Mon esprit trouve un écho sourd dans cette tête qui disparaît, dans cette impression vague et fumeuse d'un contrôle qui s'échappe.
Deux jours durant, je n'ai plus contrôlé les actes élémentaires de la vie quotidienne.
Deux jours durant, le moindre geste évident m'est devenu rocher de Sisyphe.
La station debout, principe élémentaire de vie de l'homo erectus depuis la nuit des temps, m'était devenue intenable, et me jetait dans un vertige tourbillonnant finissant immanquablement par un contact brutal avec la moquette.
Le simple battement de mon coeur, condition sine qua non de mon état d'être vivant, connaissait des hoquets et des accélérations inquiétantes comme la vision d'un oiseau chassant en piqué pour ne se rétablir qu'à l'approche du sol, se crispant dans ma poitrine et s'affolant sous ma main portée là à grand peine.
Le seul acte de tenir mes yeux ouverts m'occasionnait une brûlure que mes paupières brusquement rabattues ne pouvait rafraîchir.
Ma voix ne répondait plus à mes consignes maladroites, et se laissait aller à des gémissements animaux, des geignements indistincts.
Mon sommeil agité, sans laisse pour le retenir, produisait des chimères et des monstres aux étreintes terrifiantes.
Ce sont là les symptômes d'un état amoureux avancé, me direz-vous...
Oui, mais non.
Ce lundi soir j'ai partagé mon lit avec un de ses pics de maladie que l'on redoute tout en sachant qu'ils vous rattraperont un jour.
J'ai amoureusement enlacé les délires fiévreux d'un corps qui prend sa revanche sur la contrainte quotidienne qu'on lui impose.
J'ai déposé les armes d'un esprit qui perd le contrôle aux pieds de la faiblesse à l'état pur.
Mais, dans un mouvement de rébellion sans doute, mon esprit n'en a pas moins conservé l'idée de ce parallèle selon lequel l'amour et la maladie sont deux affections présentant les mêmes symptômes.
On peut lutter contre leurs manifestations, rejeter l'évidence de leur survenance, se déclarer totalement immune, on n'en est pas moins réduit, irrémédiablement, à cet état de faiblesse mentale, à cette absence de volonté qui, tout à coup, nous prive de bon sens et de la faculté d'accomplir gratuitement et sur commande, les gestes les plus quotidiens.
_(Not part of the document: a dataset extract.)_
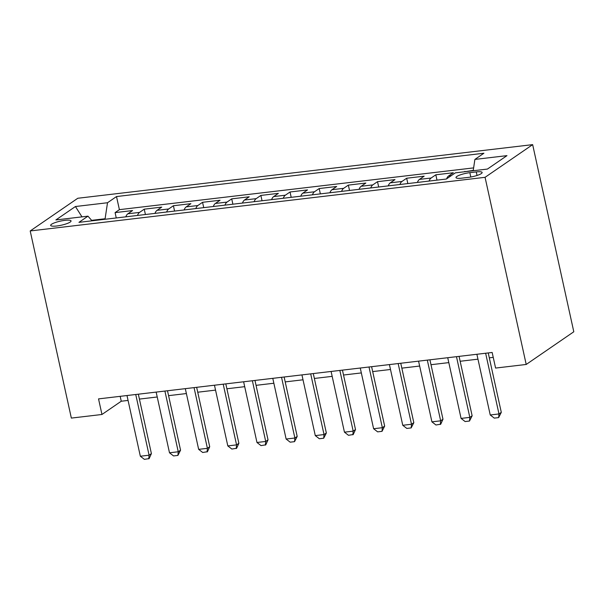 <?xml version="1.0" encoding="UTF-8"?>
<svg xmlns="http://www.w3.org/2000/svg" width="604" height="604" viewBox="0 0 604 604"><rect width="100%" height="100%" fill="white"/><g stroke="black" fill="none" stroke-linecap="round" stroke-linejoin="round"><path stroke-width="0.91" d="M56.738 225.994A10.434 2.091 -12.4 0 0 71.045 220.928A10.434 2.091 -12.4 0 0 64.975 220.339A10.434 2.091 -12.4 0 0 50.668 225.405A10.434 2.091 -12.4 0 0 56.738 225.994M532.653 144.635L77.795 198.263L30.2 230.954L485.065 177.319L532.653 144.635L573.8 331.77L526.205 364.461L485.065 177.319M473.249 170.381L465.057 171.702M446.613 178.844A13.039 5.662 -96.7 0 1 448.621 175.96L453.317 172.736L435.824 174.798L436.994 180.135M417.394 182.446A13.039 5.662 83.3 0 1 419.463 179.396L424.159 176.172L406.666 178.233L407.836 183.571M388.236 185.881A13.039 5.662 83.3 0 1 390.305 182.831L395.001 179.607L377.508 181.676L378.678 187.013M359.078 189.324A13.039 5.662 83.3 0 1 361.147 186.274L365.843 183.05L348.349 185.111L349.52 190.449M329.92 192.759A13.039 5.662 83.3 0 1 331.989 189.709L336.685 186.485L319.191 188.546L320.362 193.884M300.762 196.194A13.039 5.662 83.3 0 1 302.831 193.152L307.527 189.92L290.033 191.989L291.204 197.327M271.604 199.637A13.039 5.662 83.3 0 1 273.672 196.587L278.368 193.363L260.875 195.424L262.045 200.762M242.446 203.072A13.039 5.662 83.3 0 1 244.514 200.022L249.21 196.798L231.717 198.859L232.887 204.197M213.287 206.515A13.039 5.662 83.3 0 1 215.356 203.465L220.052 200.241L202.559 202.302L203.729 207.64M184.129 209.95A13.039 5.662 83.3 0 1 186.198 206.9L190.894 203.676L173.401 205.738L174.571 211.075M154.971 213.386A13.039 5.662 83.3 0 1 157.04 210.335L161.736 207.112L144.243 209.173L145.413 214.518M526.205 364.461L495.59 368.07L492.162 352.472L98.535 398.889L101.963 414.48L121.253 401.23L128.071 400.429M476.262 171.921L469.844 172.676A10.102 2.031 -12.4 0 0 455.99 177.584A10.102 2.031 -12.4 0 0 461.871 178.15L468.289 177.395A10.102 2.031 -12.4 0 0 482.143 172.487A10.102 2.031 -12.4 0 0 476.262 171.921L477.047 175.47M92.05 220.807L87.957 216.164L78.95 222.355L446.341 179.033L455.348 172.85L487.42 169.067L506.975 155.636L474.895 159.418L483.902 153.235L116.512 196.557L107.512 202.74L105.104 218.746L91.634 220.339M87.957 216.164L55.885 219.947L75.432 206.523L107.512 202.74M464.355 171.785L464.982 171.355M473.627 167.889L119.396 209.656L115.085 212.616L116.255 217.953M125.813 216.828A13.039 5.662 83.3 0 1 127.882 213.778L132.578 210.554L115.085 212.616M137.478 215.454A13.039 5.662 -96.7 0 1 139.547 212.404L144.243 209.173M166.636 212.012A13.039 5.662 -96.7 0 1 168.705 208.961L173.401 205.738M195.794 208.576A13.039 5.662 -96.7 0 1 197.863 205.526L202.559 202.302M224.952 205.133A13.039 5.662 -96.7 0 1 227.021 202.083L231.717 198.859M254.11 201.698A13.039 5.662 -96.7 0 1 256.179 198.648L260.875 195.424M283.268 198.263A13.039 5.662 -96.7 0 1 285.337 195.213L290.033 191.989M312.427 194.82A13.039 5.662 -96.7 0 1 314.495 191.77L319.191 188.546M341.585 191.385A13.039 5.662 -96.7 0 1 343.653 188.335L348.349 185.111M370.743 187.95A13.039 5.662 -96.7 0 1 372.811 184.9L377.508 181.676M399.901 184.507A13.039 5.662 -96.7 0 1 401.97 181.457L406.666 178.233M429.059 181.072A13.039 5.662 -96.7 0 1 431.128 178.021L435.824 174.798M101.963 414.48L71.347 418.089L30.2 230.954M139.418 399.085L157.229 396.987M168.576 395.65L186.387 393.551M197.734 392.215L215.545 390.116M226.893 388.772L244.703 386.673M256.051 385.337L273.861 383.238M285.201 381.902L303.019 379.795M314.359 378.459L332.177 376.36M343.517 375.024L361.335 372.925M372.676 371.588L390.494 369.482M401.834 368.146L419.652 366.047M430.992 364.71L448.81 362.611M460.15 361.267L477.968 359.169M489.308 357.832L493.241 357.372M105.217 219.252L105.104 218.746M120.181 396.337L121.253 401.23M473.196 170.743L474.895 159.418M119.396 209.656L116.512 196.557M75.432 206.523L81.985 216.874M485.639 353.242L498.979 413.944L501.297 412.351L498.647 417.598L494.276 418.111L490.237 414.978L476.888 354.276M488.236 352.94L501.297 412.351M490.237 414.978L498.979 413.944L498.647 417.598M456.481 356.685L469.821 417.379L472.139 415.794L469.497 421.033L465.118 421.547L461.079 418.413L447.73 357.711M459.078 356.375L472.139 415.794M461.079 418.413L469.821 417.379L469.497 421.033M427.322 360.12L440.663 420.822L442.981 419.229L440.724 424.204L435.96 424.989L431.92 421.849L418.572 361.154M429.92 359.81L442.981 419.229M431.92 421.849L440.663 420.822L440.339 424.469M398.164 363.555L411.505 424.257L413.823 422.672L411.181 427.911L406.802 428.425L402.762 425.291L389.414 364.589M400.762 363.253L413.823 422.672M402.762 425.291L411.505 424.257L411.181 427.911M369.006 366.998L382.347 427.7L384.665 426.107L382.022 431.347L377.643 431.86L373.604 428.727L360.256 368.025M371.603 366.688L384.665 426.107M373.604 428.727L382.347 427.7L382.022 431.347M339.848 370.433L353.189 431.135L355.507 429.542L353.249 434.518L348.485 435.303L344.446 432.17L331.098 371.468M342.445 370.124L355.507 429.542M344.446 432.17L353.189 431.135L352.864 434.782M310.69 373.868L324.031 434.57L326.349 432.985L323.706 438.225L319.327 438.738L315.288 435.605L301.94 374.903M313.287 373.566L326.349 432.985M315.288 435.605L324.031 434.57L323.706 438.225M281.532 377.311L294.88 438.013L297.191 436.42L294.548 441.66L290.169 442.173L286.13 439.04L272.781 378.338M284.129 377.002L297.191 436.42M286.13 439.04L294.88 438.013L294.548 441.66M252.374 380.747L265.722 441.449L268.033 439.855L265.775 444.831L261.011 445.616L256.972 442.483L243.623 381.781M254.971 380.445L268.033 439.855M256.972 442.483L265.722 441.449L265.39 445.095M223.216 384.189L236.564 444.884L238.874 443.298L236.617 448.274L231.861 449.051L227.814 445.918L214.465 385.216M225.813 383.88L238.874 443.298M227.814 445.918L236.564 444.884L236.232 448.538M194.058 387.625L207.406 448.327L209.716 446.734L207.459 451.709L202.702 452.487L198.656 449.353L185.307 388.651M196.655 387.315L209.716 446.734M198.656 449.353L207.406 448.327L207.074 451.973M164.9 391.06L178.248 451.762L180.558 450.176L177.916 455.416L173.544 455.929L169.498 452.796L156.149 392.094M167.497 390.758L180.558 450.176M169.498 452.796L178.248 451.762L177.916 455.416M135.741 394.503L149.09 455.197L151.4 453.612L149.143 458.587L144.386 459.365L140.339 456.231L126.991 395.529M138.339 394.193L151.4 453.612M140.339 456.231L149.09 455.197L148.758 458.851M448.621 175.96L451.271 175.643M127.882 213.778L139.547 212.404M157.04 210.335L168.705 208.961M186.198 206.9L197.863 205.526M215.356 203.465L227.021 202.083M244.514 200.022L256.179 198.648M273.672 196.587L285.337 195.213M302.831 193.152L314.495 191.77M331.989 189.709L343.653 188.335M361.147 186.274L372.811 184.9M390.305 182.831L401.97 181.457M419.463 179.396L431.128 178.021M470.803 177.017L469.844 172.676"/></g></svg>

Dans les deux cas, ils imprègnent le moindre de vos actes, vous éloignent un instant du pragmatisme nécessaire à une vie sensée.
L'un comme l'autre sont difficiles à soigner, à moins d'avoir recours à des remèdes puissants, à la volonté propre de tourner la page sur ces moments d'oubli de soi ou de conscience trop marquée de soi, au déni de l'existence même d'une telle faiblesse.